By Mikkel Pates, Agweek
LAMBERTON, Minn. — Just as University of Minnesota football players hit the field for summer camp, a roster of tomorrow’s researchers are also hitting historic research fields, looking for long-term ways to improve tomorrow’s farming.
One of the new players on the field is Patrick Ewing, a doctoral candidate in agroecology and agronomy at the University of Minnesota. Agroecology is the study of ecological processes that operate in agricultural production systems.
Ewing studies soil structure and soil biological activity in cropping systems, comparing conventional chisel plowing with novel soil management systems that integrate zone tillage with cover-cropping.
His primary work is at the Rosemount (Minn.) Research and Outreach Center, but part of his time is spent at Southwest Research and Outreach Center in Lamberton, Minn.
Jeff Strock, a veteran soil scientist who supervises the Lamberton study, says it compares a variety of tillage systems — no-till, strip-till, ridge-till, chisel plow and moldboard plow — on both corn-soybean and continuous corn cropping systems.
Ewing was impressed with the strip-till trials, which are made by planting into nine-inch wide strips of tilled soil in the fall, leaving a bare strip of soil, with residue in between the strips untouched.
“It still gives you that early-season seed bed. In the non-tilled area, we have really nice soil structure — a little moist but not too bad,” Ewing says, picking up soil from beneath the residue. “If you press on it, the soil is crumbly and soft and pretty dry.”
Conservation systems in the study, such as no-till and strip-till, show far better soil biological activity and soil structure than conventional tillage. That’s measured by factors such as organic matter, mineralizable organic matter, soil enzymes and microbial respiration, Ewing says. He particularly looks at soil fungi, nutrient cycles, residue breakdown and microbial communities.
For the past eight years, the researchers have been studying the five tillage systems for responses to added sulfur. The conservation tillage systems tend to respond more consistently to added sulfur, he says. He indicates future studies will focus on how the practices affect soil moisture and soil-stored oxygen.

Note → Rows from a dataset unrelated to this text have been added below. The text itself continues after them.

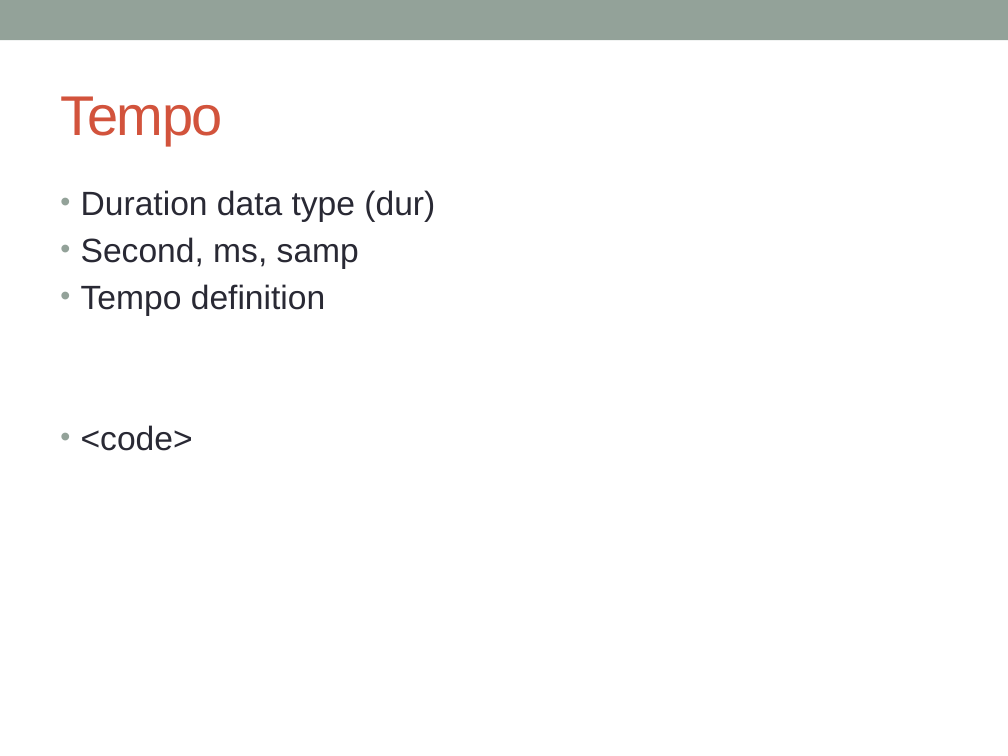
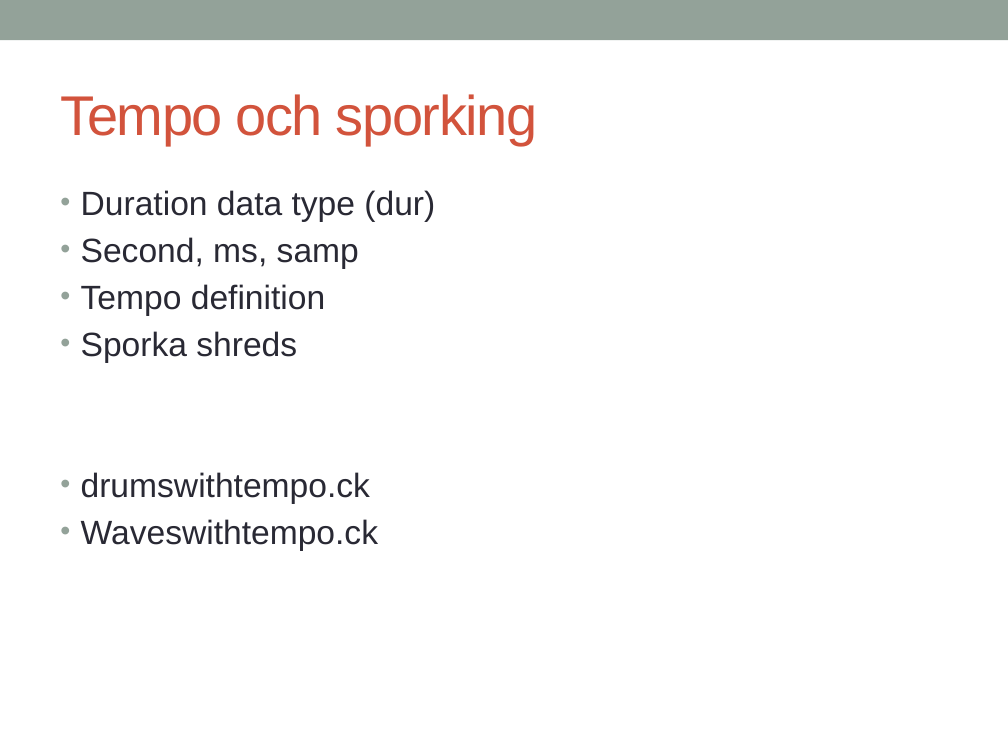
Before and after one commit to melke/makinmusic, a slide deck: slide 13 of chuck.pptx (slide 8 before the commit). Drawn at 1008x756 pixels with LibreOffice and Linux fonts; fonts in the diff are those of the drawing. Boxes give left, top, right and bottom in pixels: in the first picture for what was removed or moved away, otherwise in the second. Text is boxed around its words. In the diff, an @@ line names an element or a change of style, - is before the commit and + after.

```diff
--- a/chuck.pptx
+++ b/chuck.pptx
@@ title at bbox=[60, 94, 538, 145]: text changed @@
-Tempo
+Tempo och sporking
@@ text at bbox=[81, 331, 378, 551]: text changed @@
-• <code>
+• Sporka shreds
+• drumswithtempo.ck
+• Waveswithtempo.ck
```
Also in this commit, not shown: 1 other slide changed, 1 slide added, 15 other files.

Strock says many factors affect how quickly new information from the studies will find its way out of academia and into common usage in farmers’ fields.
With lower commodity prices, and continued high land rent and other costs, farmers understandably will be less likely to spend money to switch to equipment that allows better conservation.
Strock says conservation tillage systems haven’t yielded as much as the more aggressive types of chisel or disk-plowing systems, but his studies show they cut some costs, including fieldwork time and fuel in reduced trips across the field.
“You actually see more adoption when you might have drought conditions — when conserving water with no- or strip-tillage might be more beneficial,” he says. “You have to convince farmers that it’ll be a benefit to them, beyond what they get at the end of the year in yield.”